Alvarez, a former assistant coach at the University of Iowa from 1979-86 before serving as Wisconsin’s head coach for 16 years and director of athletics for 18, will assume his new role on Aug. 2, helping the conference navigate the changing landscape of college football.
“I trust Barry and we look forward to working with him on relevant football-related issues and building upon the strong relationships we have with the College Football Playoff, our broadcast and bowl partners, as well as our member institutions and student-athletes,” Warren said.
How the Big Ten will respond to Texas and Oklahoma possibly joining the SEC
The Houston Chronicle reported on Wednesday that both Texas and Oklahoma have reached out to executives about joining the Southeastern Conference, causing spiraling predictions and speculations on the impacts of conference realignment.
The Big Ten added Nebraska from the Big 12 in 2011, followed by Rutgers and Maryland in 2014. The Big 12 lost both Missouri and Texas A&M to the SEC in 2012. The departure of both Texas and Oklahoma would shrink what is already the smallest Power Five conference, which currently has 10 teams.
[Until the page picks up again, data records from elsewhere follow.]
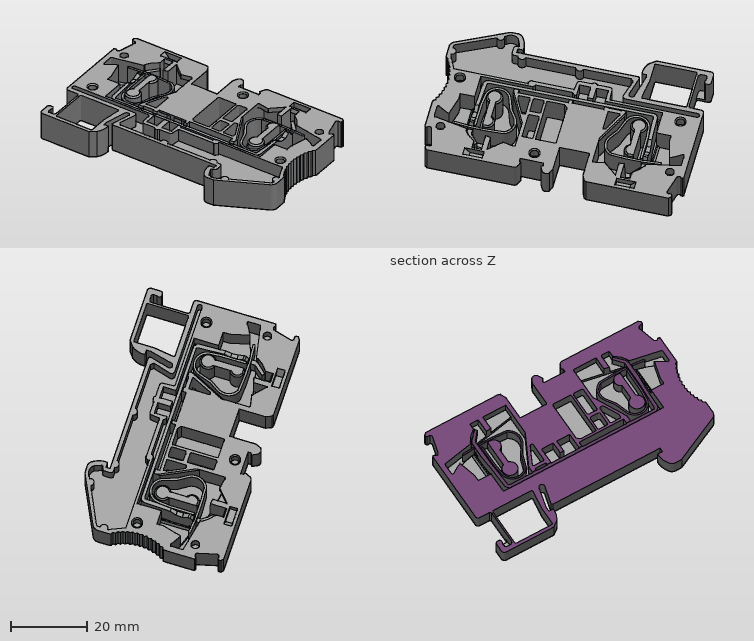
import cadquery as cq
import math


LENGTH = 70.05
WIDTH = 42.4
HEIGHT = 8.1
HALF = LENGTH / 2

FLOOR_Z = 0.9
POCKET_FLOOR_Z = 1.8
CHANNEL_FLOOR_Z = 4.4
HOOK_SLOT_FLOOR_Z = 1.8
GUSSET_ROOF_Z = 6.8

GRIP_LOW_Y = 11.3
GRIP_HIGH_Y = 27.2
GRIP_SAGITTA = 2.5
GRIP_TEETH = 13
TOOTH_DEPTH = 0.35

BUS_LOW_Y = 16.4
BUS_THICKNESS = 0.85
BUS_TOP_Y = BUS_LOW_Y + BUS_THICKNESS
BUS_TOP_Z = 7.65
BUS_DIP_Z = 6.65
HOOK_TOP_Z = 6.3
HOOK_BOTTOM_Z = 1.95
BUS_SLOT_X = 24.6
BUS_SLOT_LOW_Y = 15.9
CHANNEL_WALL_Y = 15.2
MIDDLE_RECESS_Y = 18.6
RECESS_HOLLOW = 3.5
RECESS_ROOF = 0.55
LEAD_IN_WIDTH = 0.35
LEAD_IN_DEPTH = 0.7

CHAMBER_WALL_X = 15.1
CHAMBER_END_X = 10.45
SLANT_LOW_Y = 19.2
SLANT_HIGH_Y = 28.65
SLANT_CHAMFER = 0.35
CHAMBER_CORNER = 0.35
ENTRY_LOW_Y = 22.6
ENTRY_STEP_Z = 2.5
HOOK_SLOT_END_Y = 38.4
LABEL_FLOOR_Z = 6.45

SPRING_THICKNESS = 0.6
SPRING_TOP_Z = 7.2
WINDOW_LOW_Z = 1.8
WINDOW_HIGH_Z = 6.45

POST_X = -19.55
POST_BAR_LEFT = -20.45
POST_BAR_WIDTH = 1.7
POST_LOW_Y = 21.4
POST_LOW_RADIUS = 2.2
POST_HIGH_Y = 29.4
POST_HIGH_RADIUS = 1.95
POST_CHAMFER = 0.4
POST_BAR_REACH = 1.55

HOLE_DEPTH = 2.8
HOLE_RADIUS = 1.1
COUNTERSINK = 0.35
PLAIN_HOLES = [(-31.05, 34.05), (31.05, 34.05)]
COUNTERSUNK_HOLES = [(-29.85, 17.6), (29.85, 17.6), (5.0, 36.65)]


def prism(points, low_z, high_z=HEIGHT, corner=0.0):
    """Upright prism over a polygon, with its vertical edges rounded by corner."""
    body = cq.Workplane("XY").workplane(offset=low_z).polyline(points).close().extrude(high_z - low_z)
    return body.edges("|Z").fillet(corner) if corner else body


def block(x_range, y_range, z_range, corner=0.0):
    """Upright box between three pairs of limits."""
    (x0, x1), (y0, y1), (z0, z1) = x_range, y_range, z_range
    return prism([(x0, y0), (x1, y0), (x1, y1), (x0, y1)], z0, z1, corner)


def disc(x, y, radius, low_z, high_z=HEIGHT):
    return cq.Workplane("XY").workplane(offset=low_z).center(x, y).circle(radius).extrude(high_z - low_z)


def along_x(profile, x0, x1):
    """Prism over a (Y, Z) profile, running from x0 to x1."""
    return cq.Workplane("YZ").workplane(offset=x0).polyline(profile).close().extrude(x1 - x0)


def along_y(profile, y0, y1):
    """Prism over an (X, Z) profile, running from y0 to y1."""
    return cq.Workplane("XZ").workplane(offset=-y1).polyline(profile).close().extrude(y1 - y0)


def both_sides(body):
    """The body and its mirror image about X = 0."""
    return [body, body.mirror("YZ")]


def grip_points():
    """Zigzag from the lower to the upper end of the grip, tips on the side of the arc centre."""
    half_chord = (GRIP_HIGH_Y - GRIP_LOW_Y) / 2
    radius = (half_chord**2 + GRIP_SAGITTA**2) / (2 * GRIP_SAGITTA)
    centre_x = HALF - GRIP_SAGITTA + radius
    centre_y = (GRIP_LOW_Y + GRIP_HIGH_Y) / 2
    half_angle = math.asin(half_chord / radius)
    points = []
    for step in range(1, 2 * GRIP_TEETH):
        angle = -half_angle + half_angle * step / GRIP_TEETH
        reach = radius - TOOTH_DEPTH * (step % 2)
        points.append((centre_x - reach * math.cos(angle), centre_y + reach * math.sin(angle)))
    return points


def housing_blank():
    outline = (
        cq.Workplane("XY")
        .moveTo(-HALF, WIDTH)
        .lineTo(-HALF, 13.4)
        .threePointArc((-34.8, 12.9), (-34.25, 12.6))
        .lineTo(-31.2, 12.6)
        .lineTo(-30.8, 12.2)
        .lineTo(-30.8, 4.8)
        .tangentArcPoint((-31.5, 4.1), relative=False)
        .lineTo(-33.85, 4.1)
        .threePointArc((-34.5, 3.9), (-34.7, 3.35))
        .lineTo(-34.7, 1.0)
        .threePointArc((-34.4, 0.3), (-33.7, 0))
        .lineTo(-19.05, 0)
        .lineTo(-17.4, 1.25)
        .threePointArc((-16.6, 2.6), (-16.25, 4.1))
        .lineTo(-16.25, 5.0)
        .lineTo(-17.6, 5.0)
        .lineTo(-17.6, 6.1)
        .lineTo(-16.1, 12.1)
        .threePointArc((-15.35, 12.9), (-14.6, 12.1))
        .lineTo(-16.05, 6.45)
        .lineTo(-15.7, 6.1)
        .lineTo(17.3, 6.1)
        .lineTo(17.3, 5.0)
        .lineTo(15.8, 5.0)
        .threePointArc((16.05, 2.8), (17.1, 0.8))
        .threePointArc((17.8, 0.3), (18.65, 0.15))
        .lineTo(20.45, 0.2)
        .lineTo(33.9, 6.7)
        .threePointArc((34.7, 7.35), (HALF, 8.3))
        .lineTo(HALF, GRIP_LOW_Y)
    )
    for point in grip_points():
        outline = outline.lineTo(*point)
    outline = (
        outline.lineTo(HALF, GRIP_HIGH_Y)
        .lineTo(HALF, WIDTH)
        .lineTo(9.25, WIDTH)
        .threePointArc((8.7, 42.25), (8.35, 41.8))
        .lineTo(7.7, 40.4)
        .lineTo(8.2, 40.0)
        .lineTo(8.2, 39.2)
        .lineTo(1.8, 39.2)
        .lineTo(1.8, 40.0)
        .lineTo(2.3, 40.4)
        .lineTo(1.6, 41.8)
        .threePointArc((0.55, WIDTH), (-0.35, 42.0))
        .lineTo(-1.0, 40.5)
        .lineTo(-1.0, 33.3)
        .lineTo(-9.1, 33.3)
        .lineTo(-9.1, 40.5)
        .lineTo(-9.8, 42.1)
        .lineTo(-10.4, WIDTH)
        .close()
    )
    return outline.extrude(HEIGHT)


def flank_notch():
    """Notch in the upper left flank, below a small hooked corner."""
    return (
        cq.Workplane("XY")
        .moveTo(-HALF, WIDTH)
        .lineTo(-32.65, WIDTH)
        .lineTo(-33.35, 41.8)
        .lineTo(-33.35, 41.3)
        .lineTo(-33.15, 40.9)
        .lineTo(-32.3, 40.9)
        .threePointArc((-31.95, 40.6), (-31.95, 40.1))
        .lineTo(-33.2, 35.3)
        .threePointArc((-33.8, 34.9), (-34.3, 35.25))
        .lineTo(-34.75, 35.25)
        .lineTo(-HALF, 35.0)
        .close()
        .extrude(HEIGHT)
    )


def foot_window():
    return prism([(-30.3, 1.05), (-18.85, 1.05), (-18.85, 6.6), (-18.0, 12.6), (-30.3, 12.6)], 0, corner=0.35)


def foot_slot():
    """Slot behind the foot tip, above a thin web."""
    return (
        cq.Workplane("XY")
        .workplane(offset=FLOOR_Z)
        .moveTo(-33.35, 4.2)
        .threePointArc((-32.9, 3.5), (-33.1, 2.95))
        .lineTo(-33.15, 1.95)
        .threePointArc((-32.9, 1.6), (-32.5, 1.5))
        .lineTo(-31.75, 1.5)
        .threePointArc((-31.1, 1.7), (-30.8, 2.3))
        .lineTo(-30.8, 5.25)
        .close()
        .extrude(HEIGHT)
    )


def channel():
    """Long channel that runs along the rail side into the fixed foot."""
    cut = (
        cq.Workplane("XY")
        .workplane(offset=CHANNEL_FLOOR_Z)
        .moveTo(-33.55, CHANNEL_WALL_Y)
        .lineTo(-10.45, CHANNEL_WALL_Y)
        .lineTo(-10.1, 14.9)
        .lineTo(-9.95, 12.05)
        .threePointArc((-9.75, 11.5), (-9.3, 11.3))
        .lineTo(-5.9, 11.3)
        .lineTo(-5.45, 10.85)
        .lineTo(-4.7, 10.85)
        .lineTo(-4.3, 11.3)
        .lineTo(-1.1, 11.3)
        .threePointArc((-0.7, 11.4), (-0.5, 11.9))
        .lineTo(-0.2, 14.15)
        .lineTo(10.9, 14.15)
        .lineTo(11.3, 13.95)
        .lineTo(12.05, 14.8)
        .lineTo(11.85, CHANNEL_WALL_Y)
        .lineTo(32.1, CHANNEL_WALL_Y)
        .lineTo(33.9, 11.1)
        .lineTo(33.9, 8.3)
        .threePointArc((33.85, 7.85), (33.55, 7.6))
        .lineTo(21.3, 1.75)
        .threePointArc((19.3, 1.05), (17.9, 1.9))
        .lineTo(17.1, 3.8)
        .lineTo(17.3, 4.2)
        .threePointArc((18.2, 4.5), (18.4, 5.05))
        .lineTo(18.4, 6.5)
        .threePointArc((18.2, 7.0), (17.7, 7.2))
        .lineTo(-13.95, 7.2)
        .lineTo(-14.65, 8.0)
        .lineTo(-13.25, 12.9)
        .threePointArc((-13.45, 13.65), (-14.1, 13.95))
        .lineTo(-33.55, 13.95)
        .threePointArc((-34.2, 14.6), (-33.55, CHANNEL_WALL_Y))
        .close()
        .extrude(HEIGHT)
    )
    for x, y, radius in [(0, 6.95, 1.1), (15.6, 6.95, 1.1), (33.9, 9.75, 1.05), (22.55, 2.4, 1.0)]:
        cut = cut.cut(disc(x, y, radius, 0, 2 * HEIGHT))
    return cut


def busbar_slot():
    """Slot for the busbar with the recesses that open into it."""
    cut = block((-BUS_SLOT_X, BUS_SLOT_X), (BUS_LOW_Y, BUS_TOP_Y), (FLOOR_Z, HEIGHT))
    cut = cut.union(block((-BUS_SLOT_X, BUS_SLOT_X), (BUS_SLOT_LOW_Y, BUS_LOW_Y), (CHANNEL_FLOOR_Z, HEIGHT)))
    for x0, x1, top_y in [(-13.8, -10.6, 17.9), (-9.3, -0.8, MIDDLE_RECESS_Y), (0.2, 13.8, 18.7)]:
        cut = cut.union(block((x0, x1), (BUS_TOP_Y, top_y), (FLOOR_Z, HEIGHT)))
    hollow_y = (MIDDLE_RECESS_Y, MIDDLE_RECESS_Y + RECESS_HOLLOW)
    for x0, x1 in [(-9.3, -5.8), (-4.6, -0.8)]:
        cut = cut.union(block((x0, x1), hollow_y, (FLOOR_Z, HEIGHT - RECESS_ROOF)))
    for x0, x1 in [(-9.05, -5.8), (-4.3, -1.25)]:
        cut = cut.union(block((x0, x1), (12.4, BUS_SLOT_LOW_Y), (CHANNEL_FLOOR_Z, HEIGHT)))
    step = [
        (-1.1, BUS_SLOT_LOW_Y),
        (-0.7, BUS_SLOT_LOW_Y),
        (-0.1, CHANNEL_WALL_Y),
        (9.95, CHANNEL_WALL_Y),
        (10.45, BUS_SLOT_LOW_Y),
    ]
    cut = cut.union(prism(step, CHANNEL_FLOOR_Z))
    slope = [(BUS_TOP_Y, HEIGHT), (BUS_TOP_Y + LEAD_IN_WIDTH, HEIGHT), (BUS_TOP_Y, HEIGHT - LEAD_IN_DEPTH)]
    return cut.union(along_x(slope, -CHAMBER_WALL_X, CHAMBER_WALL_X))


def middle_pockets():
    """Deep pockets between the two chambers; the largest has one cut-off corner."""
    cut_off_corner = prism([(0, 18.9), (1.1, 19.55), (0.2, 20.3), (0, 20.3)], 0)
    return [
        block((0.2, 5.8), (19.55, 32.2), (FLOOR_Z, HEIGHT), 0.3).cut(cut_off_corner),
        block((6.5, 9.45), (24.9, 32.2), (FLOOR_Z, HEIGHT), 0.4),
        block((6.5, 9.45), (19.55, 23.75), (FLOOR_Z, HEIGHT), 0.4),
        prism([(10.3, 19.55), (13.45, 19.55), (13.45, 20.6), (11.3, 25.0), (10.3, 25.0)], FLOOR_Z, corner=0.3),
        prism([(-10.6, 18.9), (-14.0, 18.9), (-11.3, 24.65), (-10.6, 24.65)], FLOOR_Z, corner=0.2),
    ]


def clamp_chamber():
    """Left chamber for a spring, with its wire entry."""
    chamber = (
        cq.Workplane("XY")
        .workplane(offset=FLOOR_Z)
        .moveTo(-33.4, 31.4)
        .lineTo(-CHAMBER_END_X, 35.9)
        .lineTo(-CHAMBER_END_X, SLANT_HIGH_Y)
        .lineTo(-CHAMBER_WALL_X, SLANT_LOW_Y)
        .lineTo(-CHAMBER_WALL_X, BUS_LOW_Y)
        .lineTo(-BUS_SLOT_X, BUS_LOW_Y)
        .lineTo(-BUS_SLOT_X, 31.2)
        .threePointArc((-29.35, 29.85), (-33.4, 27.45))
        .close()
        .extrude(HEIGHT - FLOOR_Z)
    )
    chamber = chamber.edges("|Z and (<X or >(1, 1, 0))").fillet(CHAMBER_CORNER)
    entry = [
        (-30.05, 30.3),
        (-28.5, 24.4),
        (-28.5, ENTRY_LOW_Y),
        (-BUS_SLOT_X, ENTRY_LOW_Y),
        (-BUS_SLOT_X, 31.5),
        (-26.6, 31.5),
    ]
    slope = [
        (-25.4, POCKET_FLOOR_Z),
        (-BUS_SLOT_X, POCKET_FLOOR_Z),
        (-BUS_SLOT_X, ENTRY_STEP_Z),
        (-24.95, ENTRY_STEP_Z),
    ]
    step = along_y(slope, ENTRY_LOW_Y, 30.8)
    return chamber.union(prism(entry, POCKET_FLOOR_Z).cut(step))


def hook_slot():
    """Slot above the left chamber for the bent end of the busbar, with a sloped end wall."""
    plan = [
        (-21.4, HOOK_SLOT_END_Y),
        (-18.65, HOOK_SLOT_END_Y),
        (-18.65, 33.6),
        (-24.2, 32.9),
        (-24.2, 33.7),
        (-23.1, 35.2),
        (-21.4, 36.65),
    ]
    slope = [(HOOK_SLOT_END_Y, HEIGHT), (38.8, HEIGHT), (HOOK_SLOT_END_Y, 7.1)]
    lean = [(-19.05, HOOK_SLOT_FLOOR_Z), (-18.65, HOOK_SLOT_FLOOR_Z), (-18.65, HEIGHT), (-18.8, HEIGHT)]
    slot = prism(plan, HOOK_SLOT_FLOOR_Z).cut(along_y(lean, 32.9, HOOK_SLOT_END_Y))
    return slot.union(along_x(slope, -21.4, -18.85))


def gusset_hollow():
    """Hollow beside the hook slot, under a roof with a triangular opening."""
    opening = prism([(-17.4, 38.45), (-17.4, 34.3), (-13.95, 34.3), (-13.95, 35.4)], HOOK_SLOT_FLOOR_Z)
    return opening.union(block((-17.4, -CHAMBER_END_X), (34.3, 38.45), (HOOK_SLOT_FLOOR_Z, GUSSET_ROOF_Z)))


def label_slot():
    """Rectangular slot whose outer end is a ramp."""
    ramp_side = [(-23.2, HEIGHT), (-17.95, HEIGHT), (-17.95, LABEL_FLOOR_Z), (-21.7, LABEL_FLOOR_Z)]
    return along_y(ramp_side, 39.4, 41.5)


def keyhole_post():
    """Post inside the left spring: a bar that joins two chamfered round ends."""
    low_end = disc(POST_X, POST_LOW_Y, POST_LOW_RADIUS, 0).faces(">Z").chamfer(POST_CHAMFER)
    high_end = disc(POST_X, POST_HIGH_Y, POST_HIGH_RADIUS, 0).faces(">Z").chamfer(POST_CHAMFER)
    left_of_bar = block(
        (POST_BAR_LEFT - POST_HIGH_RADIUS, POST_BAR_LEFT),
        (POST_HIGH_Y - POST_HIGH_RADIUS, POST_HIGH_Y + POST_HIGH_RADIUS),
        (0, HEIGHT),
    )
    bar = block(
        (POST_BAR_LEFT, POST_BAR_LEFT + POST_BAR_WIDTH),
        (POST_LOW_Y, POST_HIGH_Y + POST_BAR_REACH),
        (0, HEIGHT),
    )
    return low_end.union(high_end.cut(left_of_bar)).union(bar)


def round_holes():
    holes = []
    for x, y in PLAIN_HOLES:
        holes.append(disc(x, y, HOLE_RADIUS, HEIGHT - HOLE_DEPTH))
    for x, y in COUNTERSUNK_HOLES:
        mouth_base = cq.Vector(x, y, HEIGHT - COUNTERSINK)
        mouth = cq.Solid.makeCone(HOLE_RADIUS, HOLE_RADIUS + COUNTERSINK, COUNTERSINK, mouth_base)
        holes.append(disc(x, y, HOLE_RADIUS, HEIGHT - HOLE_DEPTH).union(cq.Workplane(mouth)))
    return holes


def make_housing():
    body = housing_blank()
    cuts = [foot_window(), foot_slot(), channel(), busbar_slot(), *middle_pockets(), *round_holes()]
    for feature in [flank_notch(), clamp_chamber(), hook_slot(), gusset_hollow(), label_slot()]:
        cuts += both_sides(feature)
    for cut in cuts:
        body = body.cut(cut)
    slant_x = (CHAMBER_WALL_X + CHAMBER_END_X) / 2
    slant_y = (SLANT_LOW_Y + SLANT_HIGH_Y) / 2
    for middle_x in (-slant_x, slant_x):
        slanted_edge = cq.selectors.NearestToPointSelector((middle_x, slant_y, HEIGHT))
        body = body.edges(slanted_edge).chamfer(SLANT_CHAMFER)
    for post in both_sides(keyhole_post()):
        body = body.union(post)
    return body


def busbar_leg():
    """Left leg: rises from the base strip, then bends inward into a hook."""
    leg = (
        cq.Workplane("XY")
        .workplane(offset=FLOOR_Z)
        .moveTo(0, BUS_LOW_Y)
        .lineTo(-22.55, BUS_LOW_Y)
        .threePointArc((-23.3, 16.95), (-23.6, 17.8))
        .lineTo(-23.8, 23.75)
        .lineTo(-24.2, 28.0)
        .lineTo(-24.1, 33.3)
        .lineTo(-23.55, 34.05)
        .lineTo(-21.2, 36.6)
        .lineTo(-20.75, 35.8)
        .lineTo(-22.9, 33.2)
        .lineTo(-22.9, 25.2)
        .lineTo(-22.5, 17.8)
        .threePointArc((-22.35, 17.4), (-21.9, BUS_TOP_Y))
        .lineTo(0, BUS_TOP_Y)
        .close()
        .extrude(BUS_TOP_Z - FLOOR_Z)
    )
    above_leg = [
        (24.8, BUS_TOP_Z),
        (26.5, BUS_DIP_Z),
        (28.2, BUS_DIP_Z),
        (29.85, 7.6),
        (30.4, 7.6),
        (31.1, HOOK_TOP_Z),
        (WIDTH, HOOK_TOP_Z),
        (WIDTH, HEIGHT),
        (24.8, HEIGHT),
    ]
    below_hook = [(30.1, 0), (WIDTH, 0), (WIDTH, HOOK_BOTTOM_Z), (30.1, HOOK_BOTTOM_Z)]
    return leg.cut(along_x(above_leg, -HALF, 0)).cut(along_x(below_hook, -HALF, 0))


def make_busbar():
    left, right = both_sides(busbar_leg())
    return left.union(right)


def clamp_spring():
    """Left spring: a loop of bent strip whose long arm has a window for the busbar hook."""
    centre_line = (
        cq.Workplane("XY")
        .workplane(offset=FLOOR_Z)
        .moveTo(-27.75, 31.4)
        .threePointArc((-20.75, 31.8), (-14.4, 31.5))
        .threePointArc((-12.8, 30.1), (-12.3, 28.0))
        .threePointArc((-12.5, 27.1), (-12.9, 26.2))
        .lineTo(-14.5, 23.75)
        .lineTo(-15.6, 20.4)
        .threePointArc((-18.8, 18.0), (-22.1, 20.7))
        .lineTo(-22.4, 23.8)
        .lineTo(-22.5, 30.75)
        .wire()
    )
    strip = centre_line.offset2D(SPRING_THICKNESS / 2).extrude(SPRING_TOP_Z - FLOOR_Z)
    window = block((-24.3, -22.8), (31.25, 32.4), (WINDOW_LOW_Z, WINDOW_HIGH_Z))
    return strip.cut(window)


housing = make_housing()
busbar = make_busbar()
springs = both_sides(clamp_spring())

result = cq.Compound.makeCompound([housing.val(), busbar.val(), *[spring.val() for spring in springs]])

Both the Big Ten and SEC have 14 teams while the ACC has 15 and Pac-12 has 12.
On Thursday, Warren had little to say on potential conference realignment and noted that Alvarez will play a role in consulting on any changes.
"These are the kind of issues that we all will be dealing with here for many years and in the future,” Warren said. “From where we sit, we're always constantly evaluating what is in the best interest of the conference."
‘No regrets’ on last year’s decision to cancel, restart football season
The Big Ten initially decided to cancel the 2020 football season in August, but drew criticism when it went back on that decision a month later with a plan to resume with a conference-only schedule in October.
"If I had the chance to do it all over last year, I would make the same decisions that we made,“ Warren said. ”Maybe the communication wasn't as clean and perfect at times, but all in all, last year was a year of gratitude and was a very very complicated time in our lives."
COVID-19 moving forward
There is currently no universal conference policy on COVID-19 procedures moving forward and Warren said not to expect one until mid-August. He plans to collect procedures individually from each school, emphasizing that approaching the virus will be a decentralized decision.
“We'll finalize our policies to make sure that we pressure test it as much as we possibly can and then we'll make sure that we release it to everyone in the media and in the public,” Warren said. “But we will have that done prior to our first game 37 days away from today.”